## Task details
Give back the entries that follow exactly as written. Any picture gets left out.

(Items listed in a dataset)
_ _ _ _

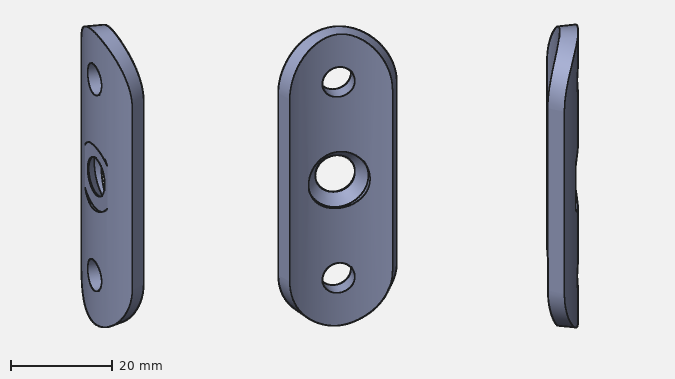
import cadquery as cq
import math

length = 64.0
width = 24.0
outer_radius = 27.0
thickness = 3.65
screw_hole_diameter = 6.5
screw_hole_spacing = 43.0
center_hole_diameter = 8.0
head_bore_diameter = 12.4
center_land = 0.25
spotface_diameter = 14.1
spotface_depth = 0.5

inner_radius = outer_radius - thickness
end_radius = width / 2
end_center_z = length / 2 - end_radius
section_clearance = 3.2


def half_width_at(axis_distance, turn):
    """X of the radial edge surface on a plane this far from the bend axis."""
    bend_angle = math.asin(end_radius / outer_radius) * math.cos(turn)
    return axis_distance * math.tan(bend_angle)


def rounded_end(axis_distance, side):
    """Curve around the upper (side=1) or lower (side=-1) plate end."""
    start = 0 if side > 0 else math.pi

    def point(fraction):
        turn = start + math.pi * fraction
        y = outer_radius - axis_distance
        z = side * end_center_z + end_radius * math.sin(turn)
        return cq.Vector(half_width_at(axis_distance, turn), y, z)

    samples = 24
    return cq.Edge.makeSpline([point(i / samples) for i in range(samples + 1)])


def outline_wire(axis_distance):
    upper = rounded_end(axis_distance, 1)
    lower = rounded_end(axis_distance, -1)
    left = cq.Edge.makeLine(upper.endPoint(), lower.startPoint())
    right = cq.Edge.makeLine(lower.endPoint(), upper.startPoint())
    return cq.Wire.assembleEdges([upper, left, lower, right])


def curved_plate():
    """Bent sheet trimmed to a stadium outline with radial edges."""
    tube = (
        cq.Workplane("XY", origin=(0, outer_radius, -length))
        .circle(outer_radius)
        .circle(inner_radius)
        .extrude(2 * length)
    )
    near_axis = outline_wire(inner_radius / 2)
    beyond_crest = outline_wire(outer_radius + section_clearance)
    trim = cq.Solid.makeLoft([near_axis, beyond_crest], True)
    return tube.intersect(cq.Workplane(obj=trim))


def cylinder_along_y(diameter, z, y_start, y_end):
    return (
        cq.Workplane("XZ", origin=(0, y_end, z))
        .circle(diameter / 2)
        .extrude(y_end - y_start)
    )


plate = curved_plate()

plate = plate.cut(cylinder_along_y(spotface_diameter, 0, -section_clearance, spotface_depth))

holes = (
    (center_hole_diameter, 0),
    (screw_hole_diameter, screw_hole_spacing / 2),
    (screw_hole_diameter, -screw_hole_spacing / 2),
)
for diameter, z in holes:
    plate = plate.cut(cylinder_along_y(diameter, z, -section_clearance, outer_radius / 2))

seat_start = spotface_depth + center_land
seat_end = seat_start + (head_bore_diameter - center_hole_diameter) / 2
seat_profile = (
    cq.Workplane("XY")
    .moveTo(0, seat_start)
    .lineTo(center_hole_diameter / 2, seat_start)
    .lineTo(head_bore_diameter / 2, seat_end)
    .lineTo(head_bore_diameter / 2, outer_radius / 2)
    .lineTo(0, outer_radius / 2)
    .close()
)
plate = plate.cut(seat_profile.revolve(360, (0, 0, 0), (0, 1, 0)))

result = plate

_ _ _ _

## Exercise answer
import cadquery as cq
import math

length = 64.0
width = 24.0
outer_radius = 27.0
thickness = 3.65
screw_hole_diameter = 6.5
screw_hole_spacing = 43.0
center_hole_diameter = 8.0
head_bore_diameter = 12.4
center_land = 0.25
spotface_diameter = 14.1
spotface_depth = 0.5

inner_radius = outer_radius - thickness
end_radius = width / 2
end_center_z = length / 2 - end_radius
section_clearance = 3.2


def half_width_at(axis_distance, turn):
    """X of the radial edge surface on a plane this far from the bend axis."""
    bend_angle = math.asin(end_radius / outer_radius) * math.cos(turn)
    return axis_distance * math.tan(bend_angle)


def rounded_end(axis_distance, side):
    """Curve around the upper (side=1) or lower (side=-1) plate end."""
    start = 0 if side > 0 else math.pi

    def point(fraction):
        turn = start + math.pi * fraction
        y = outer_radius - axis_distance
        z = side * end_center_z + end_radius * math.sin(turn)
        return cq.Vector(half_width_at(axis_distance, turn), y, z)

    samples = 24
    return cq.Edge.makeSpline([point(i / samples) for i in range(samples + 1)])


def outline_wire(axis_distance):
    upper = rounded_end(axis_distance, 1)
    lower = rounded_end(axis_distance, -1)
    left = cq.Edge.makeLine(upper.endPoint(), lower.startPoint())
    right = cq.Edge.makeLine(lower.endPoint(), upper.startPoint())
    return cq.Wire.assembleEdges([upper, left, lower, right])


def curved_plate():
    """Bent sheet trimmed to a stadium outline with radial edges."""
    tube = (
        cq.Workplane("XY", origin=(0, outer_radius, -length))
        .circle(outer_radius)
        .circle(inner_radius)
        .extrude(2 * length)
    )
    near_axis = outline_wire(inner_radius / 2)
    beyond_crest = outline_wire(outer_radius + section_clearance)
    trim = cq.Solid.makeLoft([near_axis, beyond_crest], True)
    return tube.intersect(cq.Workplane(obj=trim))


def cylinder_along_y(diameter, z, y_start, y_end):
    return (
        cq.Workplane("XZ", origin=(0, y_end, z))
        .circle(diameter / 2)
        .extrude(y_end - y_start)
    )


plate = curved_plate()

plate = plate.cut(cylinder_along_y(spotface_diameter, 0, -section_clearance, spotface_depth))

holes = (
    (center_hole_diameter, 0),
    (screw_hole_diameter, screw_hole_spacing / 2),
    (screw_hole_diameter, -screw_hole_spacing / 2),
)
for diameter, z in holes:
    plate = plate.cut(cylinder_along_y(diameter, z, -section_clearance, outer_radius / 2))

seat_start = spotface_depth + center_land
seat_end = seat_start + (head_bore_diameter - center_hole_diameter) / 2
seat_profile = (
    cq.Workplane("XY")
    .moveTo(0, seat_start)
    .lineTo(center_hole_diameter / 2, seat_start)
    .lineTo(head_bore_diameter / 2, seat_end)
    .lineTo(head_bore_diameter / 2, outer_radius / 2)
    .lineTo(0, outer_radius / 2)
    .close()
)
plate = plate.cut(seat_profile.revolve(360, (0, 0, 0), (0, 1, 0)))

result = plate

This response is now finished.